The problem
For the word "cells", tally the lines of the data that contain it and give the tally alone.

Information provided
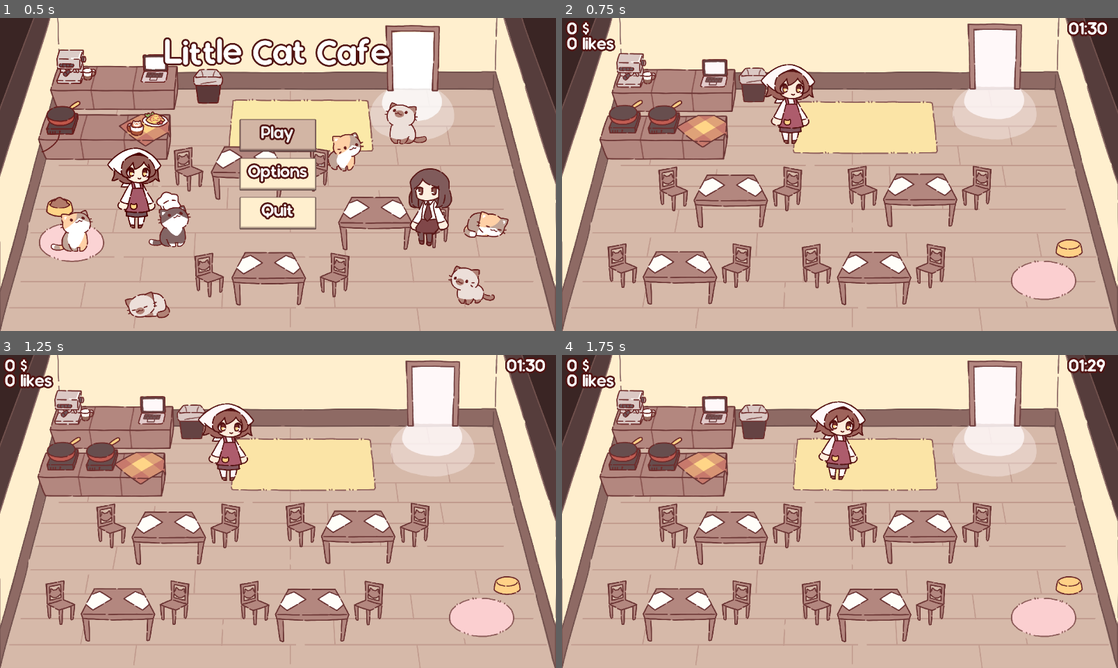
Above: before the commit, frames 1-4 (two rows, left to right).
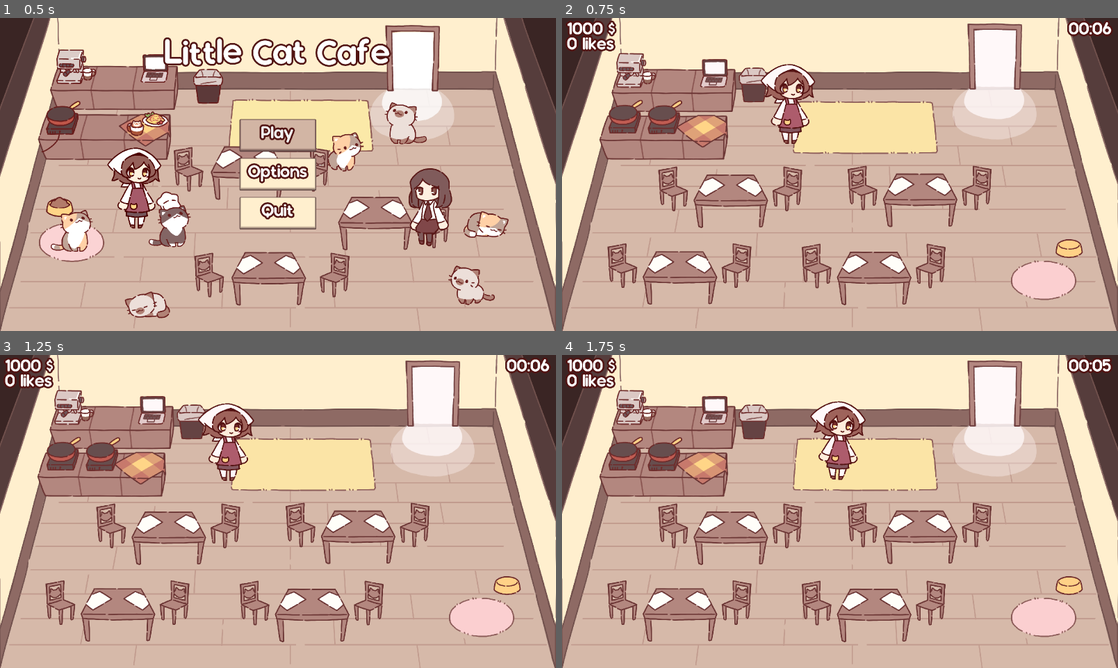
Above: after the commit, the same moments.

Repository: NuTrynity/Little-Cat-Cafe
Game: Godot game, scene res://Nodes/UI/main_menu.tscn
Two runs of this game, one before a commit and one after it. Both use one fixed random seed, a clock stepped at 60 frames per second and the inputs below.
Inputs:
- Up to frame 1 (0.5 s): no input
- Up to frame 2 (0.75 s): click "Play" at 0.5 s
- Up to frame 3 (1.25 s): no input
- Up to frame 4 (1.75 s): hold Right (move_right) from 1.28 s (still down); hold E (interact) from 1.28 s (still down)

Frame 1 is identical in both runs. In frame 2, 0.4% of the frame differs, in the area x 0-99%, y 0-6%; in frame 3, 0.4%; in frame 4, 0.4%.

Commit message:
cats spawn after day end

Diff:
--- a/CustomResources/GameManager.tres
+++ b/CustomResources/GameManager.tres
@@ -4,5 +4,5 @@
 
 [resource]
 script = ExtResource("1_tbxon")
-game_minutes = 1
-game_seconds = 30
+game_minutes = 0
+game_seconds = 6
--- a/Nodes/UI/game_condition.tscn
+++ b/Nodes/UI/game_condition.tscn
@@ -156,6 +156,7 @@
 theme_override_constants/separation = 94
 
 [node name="Cash" type="HBoxContainer" parent="Results"]
+visible = false
 layout_mode = 2
 theme_override_constants/separation = 128
 
@@ -173,6 +174,48 @@
 layout_mode = 2
 
 [node name="Result" type="Label" parent="Results/Cash/Amt"]
+layout_mode = 2
+text = "0000"
+
+[node name="Money" type="HBoxContainer" parent="Results"]
+layout_mode = 2
+theme_override_constants/separation = 128
+
+[node name="Label" type="HBoxContainer" parent="Results/Money"]
+layout_mode = 2
+size_flags_horizontal = 3
+
+[node name="Cash" type="Label" parent="Results/Money/Label"]
+layout_mode = 2
+text = "Money"
+horizontal_alignment = 1
+vertical_alignment = 1
+
+[node name="Amt" type="HBoxContainer" parent="Results/Money"]
+layout_mode = 2
+
+[node name="Result" type="Label" parent="Results/Money/Amt"]
+layout_mode = 2
+text = "0000"
+
+[node name="Rating" type="HBoxContainer" parent="Results"]
+layout_mode = 2
+theme_override_constants/separation = 128
+
+[node name="Label" type="HBoxContainer" parent="Results/Rating"]
+layout_mode = 2
+size_flags_horizontal = 3
+
+[node name="Cash" type="Label" parent="Results/Rating/Label"]
+layout_mode = 2
+text = "Result"
+horizontal_alignment = 1
+vertical_alignment = 1
+
+[node name="Amt" type="HBoxContainer" parent="Results/Rating"]
+layout_mode = 2
+
+[node name="Result" type="Label" parent="Results/Rating/Amt"]
 layout_mode = 2
 text = "0000"
 
--- a/Nodes/UI/pc.tscn
+++ b/Nodes/UI/pc.tscn
@@ -1,10 +1,9 @@
-[gd_scene load_steps=15 format=3 uid="uid://c74trmyu24o5f"]
+[gd_scene load_steps=14 format=3 uid="uid://c74trmyu24o5f"]
 
 [ext_resource type="Script" path="res://Scripts/UIScripts/pc-cheats.gd" id="1_exmnn"]
 [ext_resource type="Resource" uid="uid://bgrjpjih4rwxy" path="res://CustomResources/PlayerMeal.tres" id="2_16un1"]
 [ext_resource type="FontFile" uid="uid://b2j40l3i17mb3" path="res://Assets/Fonts/Ubuntu-Regular.ttf" id="3_12bvm"]
-[ext_resource type="Theme" uid="uid://dbohgm7io0udj" path="res://Assets/Theme/computer_theme.tres" id="4_h8cb8"]
-[ext_resource type="Texture2D" uid="uid://b35ue1pwscdi" path="res://Sprites/pc_wallpaper.png" id="4_tglnk"]
+[ext_resource type="Theme" path="res://Assets/Theme/computer_theme.tres" id="4_h8cb8"]
 [ext_resource type="Texture2D" uid="uid://ccrxjp3ow8ctq" path="res://Sprites/terminal_icon.png" id="5_kb4ty"]
 [ext_resource type="Texture2D" uid="uid://y3een5o8cc1q" path="res://Sprites/cat_sprites/cat1_sleep.png" id="6_nu3p0"]
 [ext_resource type="Texture2D" uid="uid://bswkq4oo2kioy" path="res://Sprites/pc_off_icon.png" id="7_3eo4f"]
@@ -59,12 +58,14 @@
 anchor_bottom = 1.0
 grow_horizontal = 2
 grow_vertical = 2
-texture = ExtResource("4_tglnk")
+texture = ExtResource("12_5jhfg")
 
 [node name="Apps" type="VBoxContainer" parent="HomeScreen"]
 layout_mode = 2
-offset_right = 256.0
-offset_bottom = 536.0
+offset_left = 66.0
+offset_top = 42.0
+offset_right = 322.0
+offset_bottom = 578.0
 size_flags_vertical = 3
 theme_override_constants/separation = 64
 
@@ -76,6 +77,7 @@
 texture_normal = ExtResource("6_nu3p0")
 
 [node name="Label" type="Label" parent="HomeScreen/Apps/Shop"]
+modulate = Color(0.301961, 0.0431373, 0.0431373, 1)
 layout_mode = 2
 text = "Nyamazon"
 horizontal_alignment = 1
@@ -97,12 +99,15 @@
 vertical_alignment = 1
 
 [node name="PowerBtn" type="TextureButton" parent="HomeScreen"]
+modulate = Color(1, 1, 1, 0.0156863)
 layout_mode = 1
 anchors_preset = 2
 anchor_top = 1.0
 anchor_bottom = 1.0
-offset_top = -124.0
-offset_right = 124.0
+offset_left = 1735.0
+offset_top = -1106.0
+offset_right = 1859.0
+offset_bottom = -982.0
 grow_vertical = 0
 texture_normal = ExtResource("7_3eo4f")
 stretch_mode = 0
--- a/Nodes/UI/shop_items.tscn
+++ b/Nodes/UI/shop_items.tscn
@@ -20,6 +20,7 @@
 alignment = 1
 script = ExtResource("2_mevir")
 item_node_path = "res://Nodes/CharacterNodes/grey_cat.tscn"
+dict_idx = 1
 image = ExtResource("3_vw7wd")
 item_name = "Grey Cat"
 item_price = 200.0
@@ -29,6 +30,7 @@
 alignment = 1
 script = ExtResource("2_mevir")
 item_node_path = "res://Nodes/CharacterNodes/tabby_cat.tscn"
+dict_idx = 2
 image = ExtResource("4_a7qha")
 item_name = "Tabby Cat"
 item_price = 300.0
@@ -38,6 +40,7 @@
 alignment = 1
 script = ExtResource("2_mevir")
 item_node_path = "res://Nodes/CharacterNodes/brown_cat.tscn"
+dict_idx = 3
 image = ExtResource("5_uuxfx")
 item_name = "Brown Cat"
 item_price = 350.0
@@ -47,6 +50,7 @@
 alignment = 1
 script = ExtResource("2_mevir")
 item_node_path = "res://Nodes/CharacterNodes/orange_cat.tscn"
+dict_idx = 4
 image = ExtResource("6_cejqc")
 item_name = "Orange Cat"
 item_price = 500.0
@@ -56,6 +60,7 @@
 alignment = 1
 script = ExtResource("7_6khjy")
 item_node_path = "res://Nodes/CharacterNodes/chef_cat.tscn"
+dict_idx = 0
 image = ExtResource("8_cqvth")
 item_name = "Chef Cat"
 item_price = 1000.0
@@ -66,4 +71,5 @@
 script = ExtResource("9_bi7kr")
 image = ExtResource("10_xfj1h")
 item_name = "Terminal"
+item_price = 5000.0
 buy_once = true
--- a/Scripts/AutoLoads/Global_Script.gd
+++ b/Scripts/AutoLoads/Global_Script.gd
@@ -1,6 +1,6 @@
 extends Node
 
-var cash_on_hand : float
+var cash_on_hand : float = 1000
 var rating : int
 
 var meal_types : Dictionary = {
@@ -32,26 +32,31 @@
 		"name" : "chef_cat",
 		"price" : 1000,
 		"owned" : 0,
-		"buyed" : false
+		"buyed" : false,
+		"node" : "res://Nodes/CharacterNodes/chef_cat.tscn"
 	},
 	1 : {
 		"name" : "grey_cat",
 		"price" : 100,
-		"owned" : 0
+		"owned" : 0,
+		"node" : "res://Nodes/CharacterNodes/grey_cat.tscn"
 	},
 	2 : {
 		"name" : "tabby_cat",
 		"price" : 200,
-		"owned" : 0
+		"owned" : 0,
+		"node" : "res://Nodes/CharacterNodes/tabby_cat.tscn"
 	},
 	3 : {
 		"name" : "brown_cat",
 		"price" : 300,
-		"owned" : 0
+		"owned" : 0,
+		"node" : "res://Nodes/CharacterNodes/brown_cat.tscn"
 	},
 	4 : {
 		"name" : "orange_cat",
 		"price" : 500,
-		"owned" : 0
+		"owned" : 0,
+		"node" : "res://Nodes/CharacterNodes/orange_cat.tscn"
 	},
 }
--- a/Scripts/UIScripts/cat_item.gd
+++ b/Scripts/UIScripts/cat_item.gd
@@ -2,6 +2,7 @@
 class_name CatItem
 
 @export var item_node_path = "res://Nodes/CharacterNodes/grey_cat.tscn"
+@export var dict_idx : int
 
 var item_node : Resource
 
@@ -13,3 +14,5 @@
 	if enough_money():
 		buy_item()
 		spawn_cat(item_node)
+
+		GlobalScript.shop[dict_idx]["owned"] += 1
--- a/Scripts/UIScripts/chefcat_item.gd
+++ b/Scripts/UIScripts/chefcat_item.gd
@@ -15,3 +15,5 @@
 	var cat_instance = item_node.instantiate() as Node2D
 	get_tree().get_root().get_node("scene_0").add_child(cat_instance)
 	cat_instance.global_position = chef_spawn.global_position
+
+	GlobalScript.shop[dict_idx]["owned"] += 1
--- a/Scripts/UIScripts/game_condition.gd
+++ b/Scripts/UIScripts/game_condition.gd
@@ -39,4 +39,3 @@
 	get_tree().change_scene_to_file("res://scene_0.tscn")
 	get_tree().paused = false
 	AudioManager.play_sound(click)
-	resources.money = 0
--- a/Scripts/scene_0.gd
+++ b/Scripts/scene_0.gd
@@ -7,3 +7,15 @@
 func _ready():
 	InteractionManager.find_player()
 	gameplay_stream.play()
+
+	load_cats()
+
+func load_cats():
+	var shop = GlobalScript.shop
+	for shop_idx in shop:
+		for x in range(shop[shop_idx]["owned"]):
+			var cat_node = load(shop[shop_idx]["node"])
+			var cat = cat_node.instantiate() as Cat
+			get_tree().get_root().get_node("scene_0").add_child(cat)
+			#cat.global_position = cat.aiMvt.choose_random_point()
+			cat.global_position = get_tree().get_root().get_node("scene_0/Door/LeaveArea").global_position
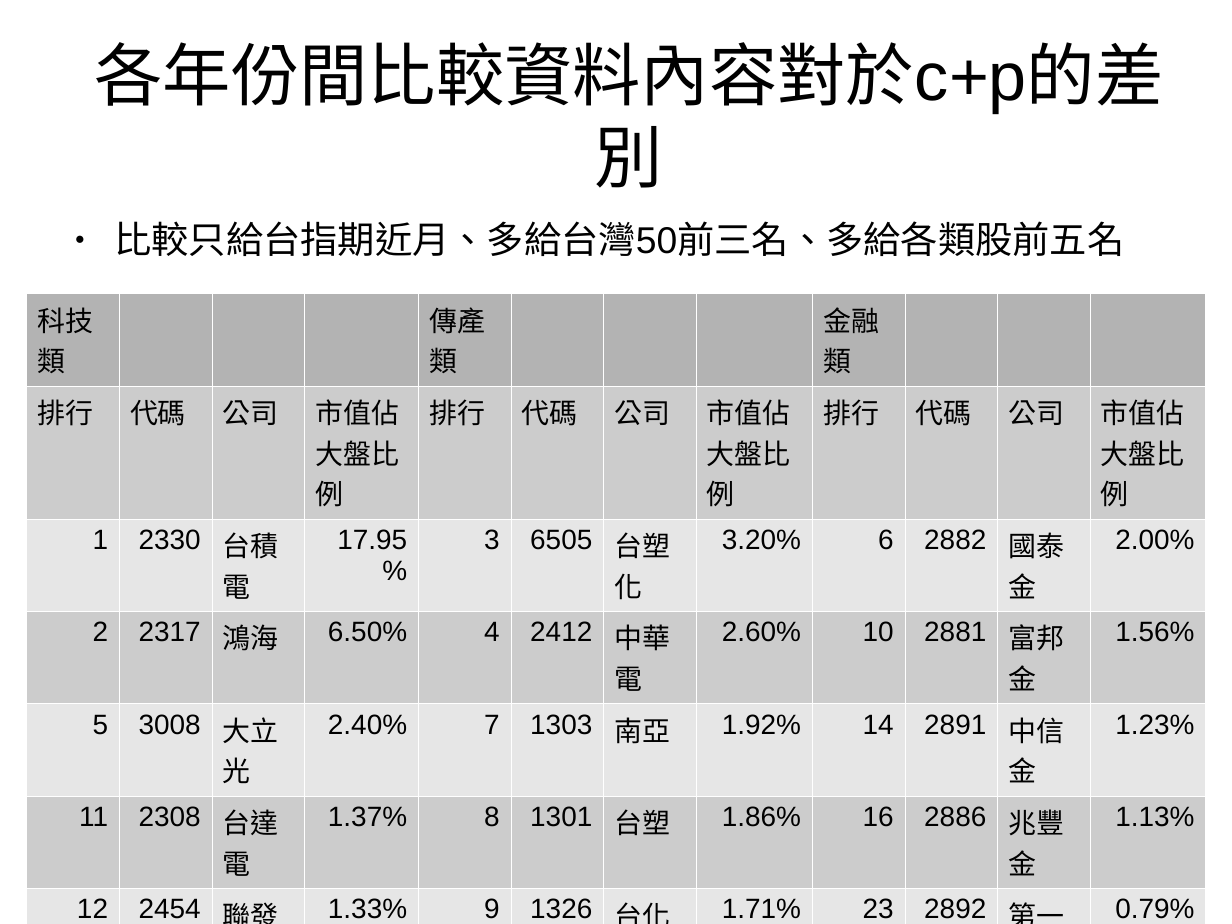
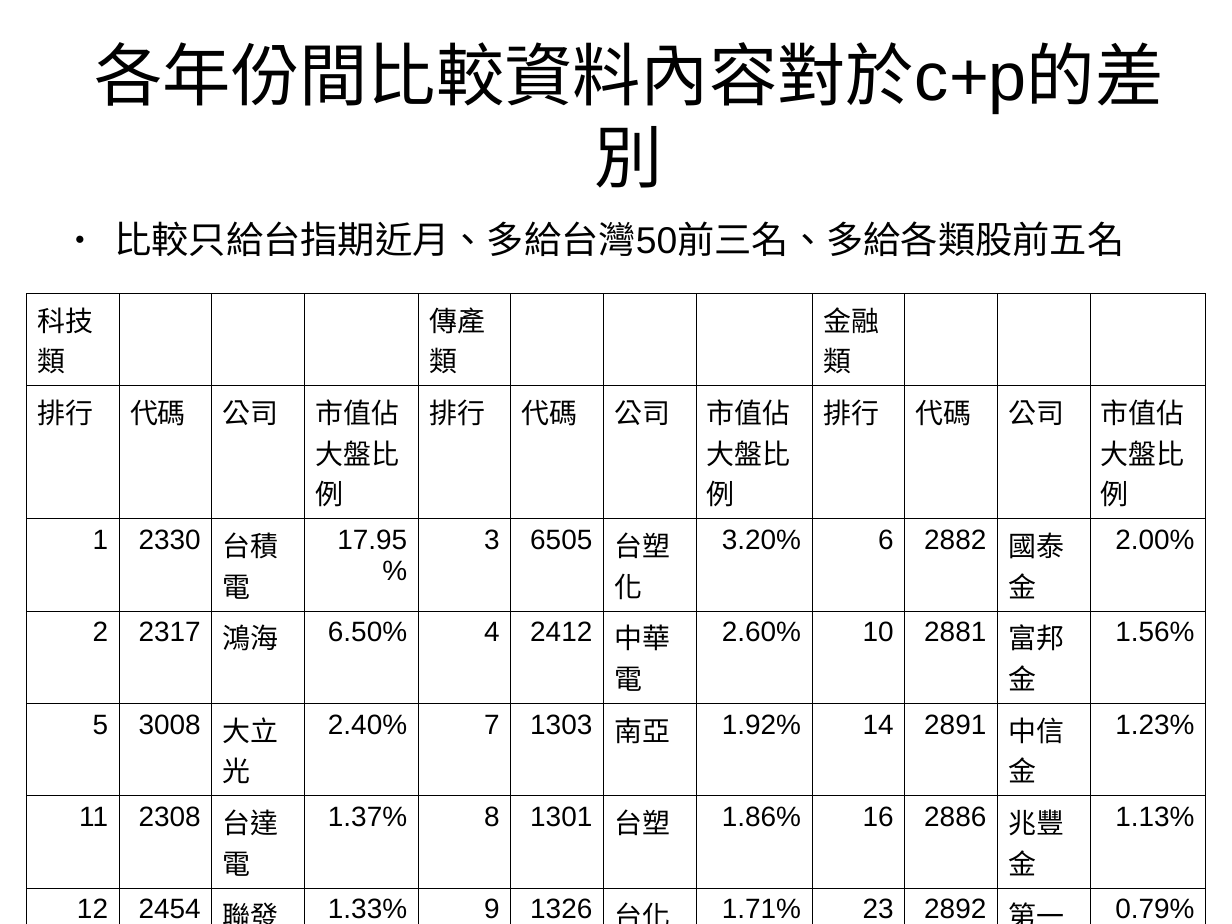
Before and after one commit to ArlenPP/Machin_Learning_Fin, a slide deck: slide 27 of meeting/10_3.odp. Drawn at 1232x924 pixels with LibreOffice and Linux fonts; fonts in the diff are those of the drawing. Boxes give left, top, right and bottom in pixels: in the first picture for what was removed or moved away, otherwise in the second. Text is boxed around its words. In the diff, an @@ line names an element or a change of style, - is before the commit and + after.

```diff
--- a/meeting/10_3.odp
+++ b/meeting/10_3.odp
@@ table at (x1=27, y1=294, x2=1207, y2=923) @@
@@ fill #B3B3B3 to none in 3 cells @@
@@ fill #CCCCCC to none in 36 cells @@
@@ fill #E6E6E6 to none in 36 cells @@
@@ borders changed @@
```
Also in this commit, not shown: 3 other slides changed, 14 slides added, 9 other files.

Result of this task
3